Data Cleansing for Machine Learning

- Pentaho


Data accumulated from multiple sources are usually huge and unstructured. Processing such data can be overwhelming for an individual. Disorganisation can lead to stress and produce misleading results.

Data cleaning is the process of detecting and correcting (removing) corrupt or inaccurate records from data set. It involves removing incomplete, incorrect, inaccurate or irrelevant parts of the data.

Data Cleaning Process

Different types of data require different methods of cleaning.

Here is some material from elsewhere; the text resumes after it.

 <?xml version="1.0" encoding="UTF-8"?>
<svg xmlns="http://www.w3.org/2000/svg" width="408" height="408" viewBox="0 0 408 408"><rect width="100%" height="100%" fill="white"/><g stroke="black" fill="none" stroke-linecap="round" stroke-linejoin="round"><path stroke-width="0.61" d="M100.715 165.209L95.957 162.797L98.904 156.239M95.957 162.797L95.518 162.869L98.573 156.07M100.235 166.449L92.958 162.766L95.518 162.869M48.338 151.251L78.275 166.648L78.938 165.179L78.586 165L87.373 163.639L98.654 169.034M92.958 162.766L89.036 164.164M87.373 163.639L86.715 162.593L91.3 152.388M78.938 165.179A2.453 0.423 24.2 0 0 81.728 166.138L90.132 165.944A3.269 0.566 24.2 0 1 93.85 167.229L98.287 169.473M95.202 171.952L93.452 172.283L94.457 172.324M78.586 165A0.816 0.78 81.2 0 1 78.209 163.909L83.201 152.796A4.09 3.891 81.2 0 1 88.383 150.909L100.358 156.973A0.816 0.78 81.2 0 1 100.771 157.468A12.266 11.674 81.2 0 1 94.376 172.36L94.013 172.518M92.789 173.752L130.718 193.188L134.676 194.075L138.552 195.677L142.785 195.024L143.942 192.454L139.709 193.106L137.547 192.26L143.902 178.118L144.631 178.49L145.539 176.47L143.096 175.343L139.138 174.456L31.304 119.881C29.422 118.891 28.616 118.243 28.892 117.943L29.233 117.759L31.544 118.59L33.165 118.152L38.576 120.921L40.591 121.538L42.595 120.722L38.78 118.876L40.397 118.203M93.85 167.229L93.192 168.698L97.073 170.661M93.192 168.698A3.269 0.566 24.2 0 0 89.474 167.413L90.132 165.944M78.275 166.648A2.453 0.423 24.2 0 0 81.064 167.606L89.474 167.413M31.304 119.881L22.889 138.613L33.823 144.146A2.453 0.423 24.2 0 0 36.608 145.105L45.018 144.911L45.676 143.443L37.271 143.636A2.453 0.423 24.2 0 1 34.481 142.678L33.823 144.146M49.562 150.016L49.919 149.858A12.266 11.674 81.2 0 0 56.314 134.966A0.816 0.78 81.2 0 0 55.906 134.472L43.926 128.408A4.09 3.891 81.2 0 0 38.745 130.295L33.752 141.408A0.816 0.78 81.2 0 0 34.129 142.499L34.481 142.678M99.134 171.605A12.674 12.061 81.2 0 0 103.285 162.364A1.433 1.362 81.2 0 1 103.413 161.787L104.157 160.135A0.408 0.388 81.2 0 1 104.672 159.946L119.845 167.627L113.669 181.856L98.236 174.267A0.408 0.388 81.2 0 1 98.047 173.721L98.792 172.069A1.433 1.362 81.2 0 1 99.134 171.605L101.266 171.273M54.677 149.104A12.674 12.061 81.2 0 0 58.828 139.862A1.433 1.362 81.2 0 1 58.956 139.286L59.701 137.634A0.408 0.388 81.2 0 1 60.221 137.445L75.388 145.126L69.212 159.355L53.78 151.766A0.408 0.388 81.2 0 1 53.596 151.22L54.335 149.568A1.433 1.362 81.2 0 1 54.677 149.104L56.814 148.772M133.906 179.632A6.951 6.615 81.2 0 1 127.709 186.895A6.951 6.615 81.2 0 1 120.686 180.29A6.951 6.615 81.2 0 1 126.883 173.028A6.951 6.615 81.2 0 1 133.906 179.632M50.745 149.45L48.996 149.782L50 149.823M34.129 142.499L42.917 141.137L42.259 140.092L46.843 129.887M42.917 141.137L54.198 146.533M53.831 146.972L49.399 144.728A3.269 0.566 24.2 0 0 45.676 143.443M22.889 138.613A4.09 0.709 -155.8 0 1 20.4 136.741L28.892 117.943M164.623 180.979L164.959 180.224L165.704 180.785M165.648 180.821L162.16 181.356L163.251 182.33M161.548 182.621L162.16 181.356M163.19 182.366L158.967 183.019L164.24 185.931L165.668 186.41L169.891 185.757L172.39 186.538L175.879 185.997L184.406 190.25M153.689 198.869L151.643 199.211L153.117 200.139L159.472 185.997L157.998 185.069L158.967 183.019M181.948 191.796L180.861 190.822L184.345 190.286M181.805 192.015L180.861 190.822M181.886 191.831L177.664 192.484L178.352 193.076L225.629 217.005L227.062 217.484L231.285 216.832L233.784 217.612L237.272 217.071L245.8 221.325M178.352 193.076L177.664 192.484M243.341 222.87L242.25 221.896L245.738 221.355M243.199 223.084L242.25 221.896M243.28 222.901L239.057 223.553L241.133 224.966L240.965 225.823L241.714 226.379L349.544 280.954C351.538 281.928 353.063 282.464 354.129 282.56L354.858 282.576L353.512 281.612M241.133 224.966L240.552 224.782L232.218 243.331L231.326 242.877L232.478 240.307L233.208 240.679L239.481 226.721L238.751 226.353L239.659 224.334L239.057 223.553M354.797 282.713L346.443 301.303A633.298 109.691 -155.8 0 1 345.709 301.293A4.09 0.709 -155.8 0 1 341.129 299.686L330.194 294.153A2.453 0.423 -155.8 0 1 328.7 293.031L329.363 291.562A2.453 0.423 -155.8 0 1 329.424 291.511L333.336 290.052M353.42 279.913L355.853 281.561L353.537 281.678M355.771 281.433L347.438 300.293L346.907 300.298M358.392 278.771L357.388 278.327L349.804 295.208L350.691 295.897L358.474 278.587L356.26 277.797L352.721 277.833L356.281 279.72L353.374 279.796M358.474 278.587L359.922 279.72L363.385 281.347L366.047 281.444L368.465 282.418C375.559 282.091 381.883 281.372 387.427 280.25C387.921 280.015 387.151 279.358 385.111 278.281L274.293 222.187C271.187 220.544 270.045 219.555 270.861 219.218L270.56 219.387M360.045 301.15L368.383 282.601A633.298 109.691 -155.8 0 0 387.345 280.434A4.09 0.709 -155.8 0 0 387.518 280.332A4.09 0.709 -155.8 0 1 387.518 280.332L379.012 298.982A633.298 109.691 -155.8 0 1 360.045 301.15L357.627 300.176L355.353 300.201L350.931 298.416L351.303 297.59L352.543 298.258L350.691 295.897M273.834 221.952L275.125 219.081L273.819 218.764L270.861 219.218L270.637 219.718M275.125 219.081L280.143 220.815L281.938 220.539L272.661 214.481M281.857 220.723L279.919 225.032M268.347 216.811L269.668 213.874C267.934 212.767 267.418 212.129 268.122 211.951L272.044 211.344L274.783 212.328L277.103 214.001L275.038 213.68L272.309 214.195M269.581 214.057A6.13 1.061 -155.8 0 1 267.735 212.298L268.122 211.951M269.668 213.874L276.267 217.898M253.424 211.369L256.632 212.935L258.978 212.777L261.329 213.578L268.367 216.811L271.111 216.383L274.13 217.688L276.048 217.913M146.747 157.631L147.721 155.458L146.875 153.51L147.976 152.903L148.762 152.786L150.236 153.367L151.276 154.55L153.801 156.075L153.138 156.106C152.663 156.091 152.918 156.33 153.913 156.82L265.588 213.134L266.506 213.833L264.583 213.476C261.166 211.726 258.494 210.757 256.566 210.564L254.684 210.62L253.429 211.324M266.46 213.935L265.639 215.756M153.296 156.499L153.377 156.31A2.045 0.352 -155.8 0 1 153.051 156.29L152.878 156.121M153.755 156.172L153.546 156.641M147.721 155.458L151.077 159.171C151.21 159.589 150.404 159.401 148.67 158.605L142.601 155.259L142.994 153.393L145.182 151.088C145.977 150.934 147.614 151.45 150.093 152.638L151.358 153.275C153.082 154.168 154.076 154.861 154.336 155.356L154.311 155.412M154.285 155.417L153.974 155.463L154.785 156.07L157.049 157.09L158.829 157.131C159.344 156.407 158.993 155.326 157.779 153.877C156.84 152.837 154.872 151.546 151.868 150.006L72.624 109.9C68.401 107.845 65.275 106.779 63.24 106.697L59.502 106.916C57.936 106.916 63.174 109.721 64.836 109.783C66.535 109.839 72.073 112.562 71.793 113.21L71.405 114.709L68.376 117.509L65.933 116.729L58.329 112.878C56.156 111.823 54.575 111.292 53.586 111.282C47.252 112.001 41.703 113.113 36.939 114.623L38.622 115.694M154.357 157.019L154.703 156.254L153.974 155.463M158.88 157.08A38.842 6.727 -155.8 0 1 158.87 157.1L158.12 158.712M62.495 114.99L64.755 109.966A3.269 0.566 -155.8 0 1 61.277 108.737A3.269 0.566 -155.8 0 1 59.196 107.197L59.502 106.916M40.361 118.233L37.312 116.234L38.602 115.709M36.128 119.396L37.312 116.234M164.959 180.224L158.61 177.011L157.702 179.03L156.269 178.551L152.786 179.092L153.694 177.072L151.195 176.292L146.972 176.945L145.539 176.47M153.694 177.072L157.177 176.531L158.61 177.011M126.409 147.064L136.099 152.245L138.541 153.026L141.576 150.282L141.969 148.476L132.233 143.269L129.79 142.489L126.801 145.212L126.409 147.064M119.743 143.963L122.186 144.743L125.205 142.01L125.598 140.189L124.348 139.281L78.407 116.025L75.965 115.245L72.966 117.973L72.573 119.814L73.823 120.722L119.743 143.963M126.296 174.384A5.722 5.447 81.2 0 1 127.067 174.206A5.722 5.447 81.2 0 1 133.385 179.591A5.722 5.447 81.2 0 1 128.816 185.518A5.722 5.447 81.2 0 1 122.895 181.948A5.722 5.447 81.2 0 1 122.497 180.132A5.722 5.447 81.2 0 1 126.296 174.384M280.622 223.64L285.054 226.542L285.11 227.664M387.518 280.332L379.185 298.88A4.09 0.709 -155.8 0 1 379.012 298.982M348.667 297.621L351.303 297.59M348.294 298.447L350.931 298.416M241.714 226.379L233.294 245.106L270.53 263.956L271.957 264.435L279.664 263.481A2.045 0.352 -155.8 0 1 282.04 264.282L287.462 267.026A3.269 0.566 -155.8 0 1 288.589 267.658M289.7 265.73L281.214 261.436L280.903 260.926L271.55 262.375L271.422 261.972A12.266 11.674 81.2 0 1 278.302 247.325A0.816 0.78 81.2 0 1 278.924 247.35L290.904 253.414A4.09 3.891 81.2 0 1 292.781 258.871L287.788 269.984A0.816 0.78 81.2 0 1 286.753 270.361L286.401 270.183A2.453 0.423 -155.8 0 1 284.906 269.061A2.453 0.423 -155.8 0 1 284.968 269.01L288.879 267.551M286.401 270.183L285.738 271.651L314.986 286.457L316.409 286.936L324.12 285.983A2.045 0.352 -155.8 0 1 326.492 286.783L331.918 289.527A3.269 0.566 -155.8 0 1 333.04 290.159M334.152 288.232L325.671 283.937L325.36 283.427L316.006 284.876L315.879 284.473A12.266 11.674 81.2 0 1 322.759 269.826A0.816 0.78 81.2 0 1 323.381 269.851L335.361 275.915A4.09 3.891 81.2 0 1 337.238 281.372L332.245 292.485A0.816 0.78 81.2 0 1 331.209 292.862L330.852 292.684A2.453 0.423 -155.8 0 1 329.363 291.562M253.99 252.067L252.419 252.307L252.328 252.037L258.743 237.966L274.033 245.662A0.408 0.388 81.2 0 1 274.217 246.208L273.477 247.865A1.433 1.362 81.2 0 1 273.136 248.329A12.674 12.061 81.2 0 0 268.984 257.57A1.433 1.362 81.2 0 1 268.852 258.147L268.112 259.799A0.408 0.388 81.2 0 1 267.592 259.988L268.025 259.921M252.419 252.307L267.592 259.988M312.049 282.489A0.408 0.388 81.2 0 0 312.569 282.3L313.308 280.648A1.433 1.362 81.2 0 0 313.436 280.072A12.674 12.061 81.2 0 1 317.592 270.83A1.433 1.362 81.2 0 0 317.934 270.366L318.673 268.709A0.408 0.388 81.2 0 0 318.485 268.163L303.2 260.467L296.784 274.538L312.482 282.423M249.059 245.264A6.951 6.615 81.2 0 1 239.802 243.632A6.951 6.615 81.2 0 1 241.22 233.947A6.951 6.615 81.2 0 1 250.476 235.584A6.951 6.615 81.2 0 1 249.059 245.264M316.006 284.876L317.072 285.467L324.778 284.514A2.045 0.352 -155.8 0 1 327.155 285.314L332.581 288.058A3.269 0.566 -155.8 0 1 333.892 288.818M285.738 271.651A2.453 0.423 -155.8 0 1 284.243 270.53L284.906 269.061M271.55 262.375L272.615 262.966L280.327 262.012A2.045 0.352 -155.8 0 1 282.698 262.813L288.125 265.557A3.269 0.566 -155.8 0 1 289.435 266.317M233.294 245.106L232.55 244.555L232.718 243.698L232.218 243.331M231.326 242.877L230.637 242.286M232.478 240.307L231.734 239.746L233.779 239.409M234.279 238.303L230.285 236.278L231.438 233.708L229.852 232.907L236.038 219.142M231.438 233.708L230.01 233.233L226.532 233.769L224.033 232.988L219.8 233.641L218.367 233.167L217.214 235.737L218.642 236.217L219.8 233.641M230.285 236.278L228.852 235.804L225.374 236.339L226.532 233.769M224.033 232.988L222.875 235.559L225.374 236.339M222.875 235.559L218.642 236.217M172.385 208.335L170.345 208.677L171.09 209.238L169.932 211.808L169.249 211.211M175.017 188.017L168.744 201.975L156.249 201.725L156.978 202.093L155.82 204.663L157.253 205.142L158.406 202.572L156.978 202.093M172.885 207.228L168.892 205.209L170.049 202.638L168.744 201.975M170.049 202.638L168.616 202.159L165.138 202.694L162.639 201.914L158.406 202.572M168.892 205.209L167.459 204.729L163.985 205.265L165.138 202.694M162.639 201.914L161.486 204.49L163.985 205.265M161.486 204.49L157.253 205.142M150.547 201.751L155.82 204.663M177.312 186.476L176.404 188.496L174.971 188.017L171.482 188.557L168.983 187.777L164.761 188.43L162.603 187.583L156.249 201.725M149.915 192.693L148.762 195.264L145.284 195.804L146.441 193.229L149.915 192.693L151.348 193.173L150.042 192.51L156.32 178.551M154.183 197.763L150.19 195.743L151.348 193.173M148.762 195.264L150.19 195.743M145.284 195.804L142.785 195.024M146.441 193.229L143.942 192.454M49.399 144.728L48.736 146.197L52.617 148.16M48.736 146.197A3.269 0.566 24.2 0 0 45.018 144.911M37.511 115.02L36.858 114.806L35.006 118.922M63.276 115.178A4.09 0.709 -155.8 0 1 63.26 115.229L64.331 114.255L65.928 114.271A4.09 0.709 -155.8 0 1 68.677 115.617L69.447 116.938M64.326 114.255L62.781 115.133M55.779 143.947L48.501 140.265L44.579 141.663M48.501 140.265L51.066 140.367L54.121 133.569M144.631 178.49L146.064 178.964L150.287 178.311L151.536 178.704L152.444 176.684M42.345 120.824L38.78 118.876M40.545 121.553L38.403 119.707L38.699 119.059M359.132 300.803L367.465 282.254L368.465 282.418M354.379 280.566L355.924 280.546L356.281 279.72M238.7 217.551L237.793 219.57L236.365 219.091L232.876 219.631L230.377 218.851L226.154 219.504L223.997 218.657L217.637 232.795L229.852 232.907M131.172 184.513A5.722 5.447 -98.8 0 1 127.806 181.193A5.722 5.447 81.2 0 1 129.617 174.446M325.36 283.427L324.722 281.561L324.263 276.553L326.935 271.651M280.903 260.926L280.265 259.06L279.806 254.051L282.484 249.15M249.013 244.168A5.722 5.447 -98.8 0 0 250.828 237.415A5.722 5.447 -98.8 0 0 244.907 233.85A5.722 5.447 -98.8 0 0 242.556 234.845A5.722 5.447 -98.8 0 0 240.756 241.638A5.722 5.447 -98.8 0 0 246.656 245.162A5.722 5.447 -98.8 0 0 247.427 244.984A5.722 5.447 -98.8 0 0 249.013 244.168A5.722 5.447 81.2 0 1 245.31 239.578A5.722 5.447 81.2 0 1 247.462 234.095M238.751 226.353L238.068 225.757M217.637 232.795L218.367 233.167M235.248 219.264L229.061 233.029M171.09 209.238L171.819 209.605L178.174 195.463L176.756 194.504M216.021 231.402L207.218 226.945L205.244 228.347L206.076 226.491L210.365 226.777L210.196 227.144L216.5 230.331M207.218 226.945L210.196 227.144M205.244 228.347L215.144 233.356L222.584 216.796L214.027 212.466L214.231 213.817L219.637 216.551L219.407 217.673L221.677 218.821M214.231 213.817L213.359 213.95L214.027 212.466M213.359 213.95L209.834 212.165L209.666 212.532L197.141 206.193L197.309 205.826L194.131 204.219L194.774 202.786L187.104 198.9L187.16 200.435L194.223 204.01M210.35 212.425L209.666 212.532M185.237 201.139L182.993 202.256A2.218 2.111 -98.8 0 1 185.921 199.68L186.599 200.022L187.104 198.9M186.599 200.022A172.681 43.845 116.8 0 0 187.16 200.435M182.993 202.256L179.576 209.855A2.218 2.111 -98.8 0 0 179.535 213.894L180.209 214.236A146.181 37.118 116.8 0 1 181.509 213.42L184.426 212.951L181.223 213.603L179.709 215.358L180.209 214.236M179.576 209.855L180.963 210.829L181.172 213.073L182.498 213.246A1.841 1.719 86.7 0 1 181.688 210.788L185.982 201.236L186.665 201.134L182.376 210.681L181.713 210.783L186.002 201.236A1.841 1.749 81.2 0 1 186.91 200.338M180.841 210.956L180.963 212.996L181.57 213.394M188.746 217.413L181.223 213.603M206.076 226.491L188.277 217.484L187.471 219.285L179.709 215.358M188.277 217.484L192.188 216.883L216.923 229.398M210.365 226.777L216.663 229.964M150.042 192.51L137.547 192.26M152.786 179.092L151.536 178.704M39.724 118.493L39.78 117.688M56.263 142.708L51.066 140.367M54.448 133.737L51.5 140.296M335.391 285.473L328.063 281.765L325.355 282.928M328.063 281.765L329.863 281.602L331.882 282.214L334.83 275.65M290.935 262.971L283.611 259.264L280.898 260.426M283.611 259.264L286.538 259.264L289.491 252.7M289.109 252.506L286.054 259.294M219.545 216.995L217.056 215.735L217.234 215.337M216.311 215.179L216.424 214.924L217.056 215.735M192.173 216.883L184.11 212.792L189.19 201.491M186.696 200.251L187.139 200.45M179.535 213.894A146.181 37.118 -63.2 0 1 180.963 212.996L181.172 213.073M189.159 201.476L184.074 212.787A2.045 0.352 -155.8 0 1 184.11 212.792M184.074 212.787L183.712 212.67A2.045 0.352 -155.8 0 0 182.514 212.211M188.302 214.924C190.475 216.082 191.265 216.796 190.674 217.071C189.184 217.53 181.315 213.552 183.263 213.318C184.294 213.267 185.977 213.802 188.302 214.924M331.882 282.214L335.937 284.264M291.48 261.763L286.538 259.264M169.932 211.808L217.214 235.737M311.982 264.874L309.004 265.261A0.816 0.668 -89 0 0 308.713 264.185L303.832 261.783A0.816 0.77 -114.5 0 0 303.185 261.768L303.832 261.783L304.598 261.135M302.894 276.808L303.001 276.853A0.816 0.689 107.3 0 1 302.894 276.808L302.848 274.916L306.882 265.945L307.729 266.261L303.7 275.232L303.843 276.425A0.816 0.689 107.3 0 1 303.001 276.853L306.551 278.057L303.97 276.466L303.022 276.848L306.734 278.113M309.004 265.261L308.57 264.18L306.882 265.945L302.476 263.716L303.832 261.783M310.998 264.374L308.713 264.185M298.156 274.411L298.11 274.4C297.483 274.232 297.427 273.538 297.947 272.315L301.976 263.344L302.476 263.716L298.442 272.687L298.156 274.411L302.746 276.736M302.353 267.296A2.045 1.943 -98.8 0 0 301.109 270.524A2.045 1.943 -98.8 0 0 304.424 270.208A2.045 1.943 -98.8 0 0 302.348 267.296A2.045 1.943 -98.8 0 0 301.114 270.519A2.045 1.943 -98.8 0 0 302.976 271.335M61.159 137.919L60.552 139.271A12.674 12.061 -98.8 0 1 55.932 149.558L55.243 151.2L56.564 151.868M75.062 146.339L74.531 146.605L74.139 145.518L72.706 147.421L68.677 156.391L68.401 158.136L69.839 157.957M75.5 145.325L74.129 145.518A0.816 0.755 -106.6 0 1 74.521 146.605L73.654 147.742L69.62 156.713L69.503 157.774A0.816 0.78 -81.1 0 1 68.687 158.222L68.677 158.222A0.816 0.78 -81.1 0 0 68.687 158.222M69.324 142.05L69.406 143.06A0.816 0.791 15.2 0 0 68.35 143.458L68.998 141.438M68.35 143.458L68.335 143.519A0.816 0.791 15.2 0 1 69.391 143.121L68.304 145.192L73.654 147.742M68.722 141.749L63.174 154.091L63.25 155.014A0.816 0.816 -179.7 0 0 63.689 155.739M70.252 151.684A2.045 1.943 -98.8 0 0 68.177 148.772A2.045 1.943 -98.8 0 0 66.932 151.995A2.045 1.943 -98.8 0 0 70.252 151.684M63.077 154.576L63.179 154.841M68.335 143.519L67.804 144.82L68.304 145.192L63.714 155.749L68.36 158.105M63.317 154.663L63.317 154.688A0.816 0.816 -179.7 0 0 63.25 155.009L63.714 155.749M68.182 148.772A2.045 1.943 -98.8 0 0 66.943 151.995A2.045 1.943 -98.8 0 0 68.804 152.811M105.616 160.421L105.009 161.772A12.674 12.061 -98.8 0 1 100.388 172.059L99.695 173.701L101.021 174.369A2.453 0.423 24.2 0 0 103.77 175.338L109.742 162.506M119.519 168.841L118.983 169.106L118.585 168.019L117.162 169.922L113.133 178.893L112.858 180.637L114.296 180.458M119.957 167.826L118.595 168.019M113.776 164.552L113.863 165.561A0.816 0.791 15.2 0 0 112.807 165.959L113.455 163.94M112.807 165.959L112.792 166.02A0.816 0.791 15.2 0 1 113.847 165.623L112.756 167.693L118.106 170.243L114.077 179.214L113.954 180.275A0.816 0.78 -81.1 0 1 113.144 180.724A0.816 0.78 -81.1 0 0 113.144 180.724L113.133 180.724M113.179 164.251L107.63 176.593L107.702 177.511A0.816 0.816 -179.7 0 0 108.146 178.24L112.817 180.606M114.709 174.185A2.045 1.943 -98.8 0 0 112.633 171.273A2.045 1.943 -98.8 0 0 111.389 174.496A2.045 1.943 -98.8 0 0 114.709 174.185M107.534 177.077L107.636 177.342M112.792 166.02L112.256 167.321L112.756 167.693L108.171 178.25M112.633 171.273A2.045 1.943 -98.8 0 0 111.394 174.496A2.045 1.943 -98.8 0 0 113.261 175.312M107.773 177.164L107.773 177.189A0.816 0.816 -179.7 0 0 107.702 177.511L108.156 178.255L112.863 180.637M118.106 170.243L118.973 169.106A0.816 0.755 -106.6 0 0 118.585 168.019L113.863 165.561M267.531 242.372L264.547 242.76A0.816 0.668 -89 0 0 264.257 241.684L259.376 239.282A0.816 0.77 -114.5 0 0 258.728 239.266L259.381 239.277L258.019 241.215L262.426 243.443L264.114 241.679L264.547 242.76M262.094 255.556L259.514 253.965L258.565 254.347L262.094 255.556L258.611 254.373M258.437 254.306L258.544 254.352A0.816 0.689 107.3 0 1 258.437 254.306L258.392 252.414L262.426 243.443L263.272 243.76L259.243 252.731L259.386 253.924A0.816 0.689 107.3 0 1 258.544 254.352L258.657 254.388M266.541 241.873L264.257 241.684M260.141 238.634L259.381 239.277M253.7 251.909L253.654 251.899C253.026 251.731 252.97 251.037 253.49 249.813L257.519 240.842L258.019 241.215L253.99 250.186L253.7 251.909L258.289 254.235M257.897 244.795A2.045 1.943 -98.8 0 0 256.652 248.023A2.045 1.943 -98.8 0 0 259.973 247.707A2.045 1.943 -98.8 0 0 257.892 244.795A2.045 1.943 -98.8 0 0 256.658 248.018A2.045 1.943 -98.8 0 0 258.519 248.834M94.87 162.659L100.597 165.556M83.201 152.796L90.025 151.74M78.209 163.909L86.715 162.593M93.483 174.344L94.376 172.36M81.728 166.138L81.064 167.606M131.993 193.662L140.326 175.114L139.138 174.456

However, the following steps can always serve as a good starting point:

  • Making the data uniform by removing all possible errors in the data.
  • Checking if all values in a column are of same data type.
  • Checking if a uniform pattern is followed for all values in columns.
  • Ensuring that values like dates or numbers converge within some boundary.
  • Checking if any duplicates are present in the data and removing them.
  • The values in each column need to be validated if there is a variable present whose value depends on the other variables in the data set.
  • Checking the values of the categorical variables and removing those that don’t belong to any category.
  • Removing the columns which do not contribute towards the analysis.
  • Checking if there are any NA (not applicable) values present in the columns.These are called missing values. One way to deal with missing values is to drop the rows containing NA values, but this results in loss of data.
  • Imputing values based on values of other variables. This may not be possible at all times.
  • Predict the values using statistical methods like mean, median or basing the distribution followed by the attribute.
  • Formatting the data to capture the insights from the data easily after uniformity is achieved.
  • Sorting the data based on the key attribute.
  • Analysing and grouping the data based on common factors, if present.
  • Combining different columns or adding data from other sources, if necessary, to interpret the data easily.


Data cleaning consumes a large amount of time. However, this is the most important step as better data produces more accurate models. In fact, if you have a properly cleaned data set, even simple algorithms can derive impressive insights from the data.